--- START ---

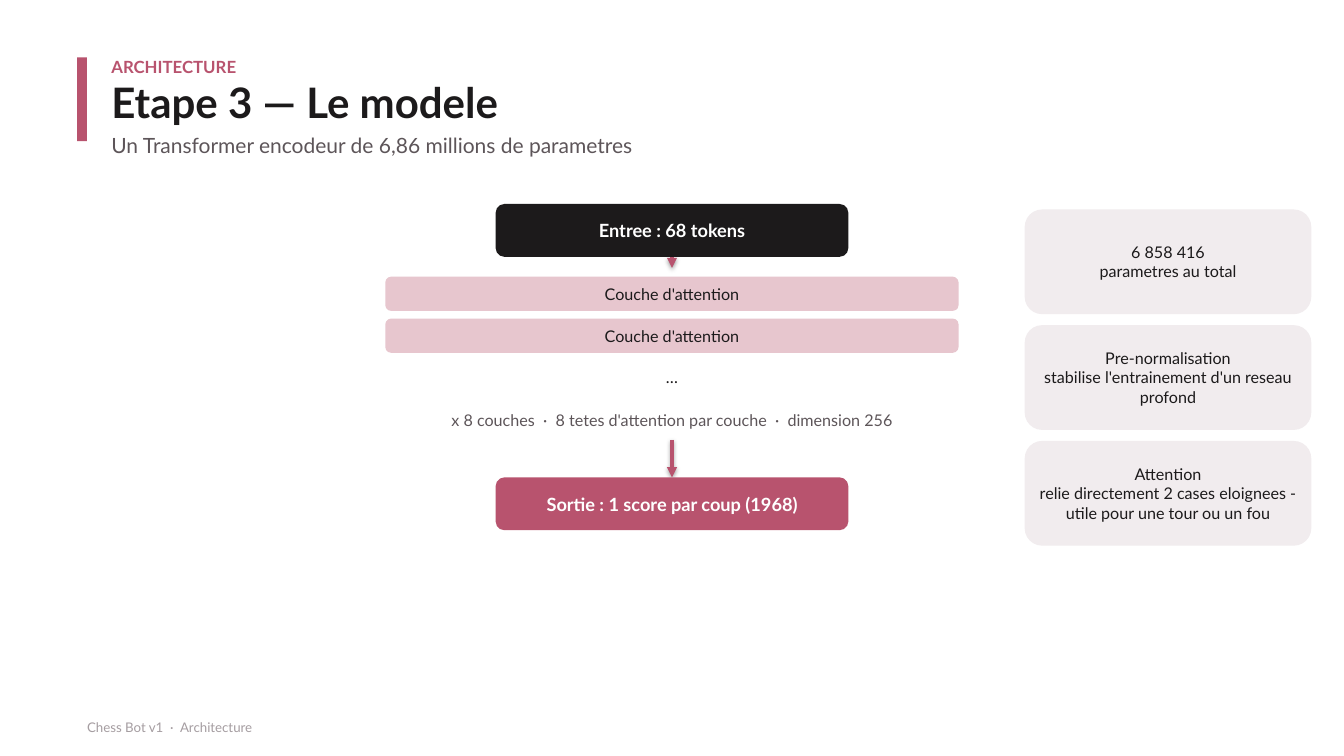
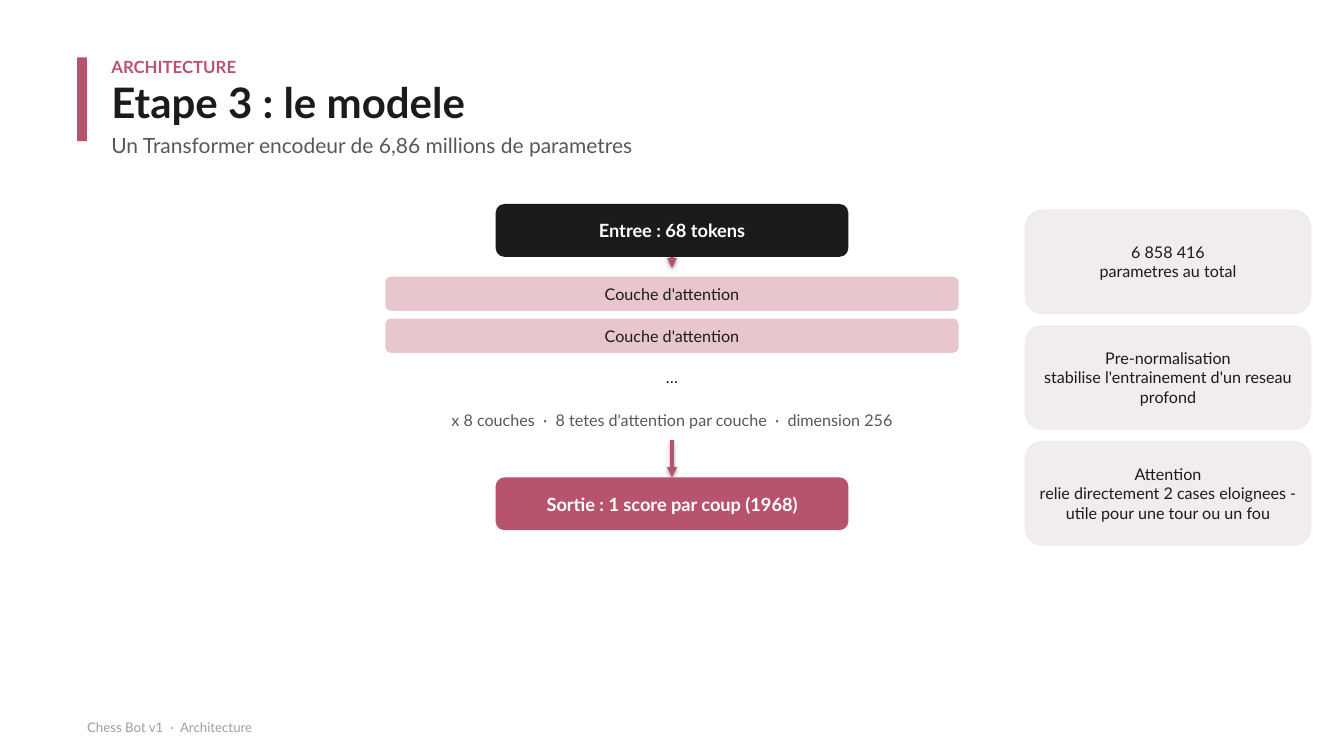
Before and after one commit to naadjath/chess-bot-v1, a slide deck: slide 8 of LIVRABLES/6-Soutenance/Soutenance.pptx. Drawn at 1344x756 pixels with LibreOffice and Linux fonts; fonts in the diff are those of the drawing. Boxes give left, top, right and bottom in pixels: in the first picture for what was removed or moved away, otherwise in the second. Text is boxed around its words. In the diff, an @@ line names an element or a change of style, - is before the commit and + after.

```diff
--- a/LIVRABLES/6-Soutenance/Soutenance.pptx
+++ b/LIVRABLES/6-Soutenance/Soutenance.pptx
@@ text at (x1=111, y1=86, x2=465, y2=125): text changed @@
-Etape 3 — Le modele
+Etape 3 : le modele
```
Also in this commit, not shown: 11 other slides changed, 3 other files.

--- END ---

WHAT THE TASK ASKS: Copy each line from the records above that includes the string "changed".

OUTPUT FOR THIS EXERCISE:
@@ text at (x1=111, y1=86, x2=465, y2=125): text changed @@
Also in this commit, not shown: 11 other slides changed, 3 other files.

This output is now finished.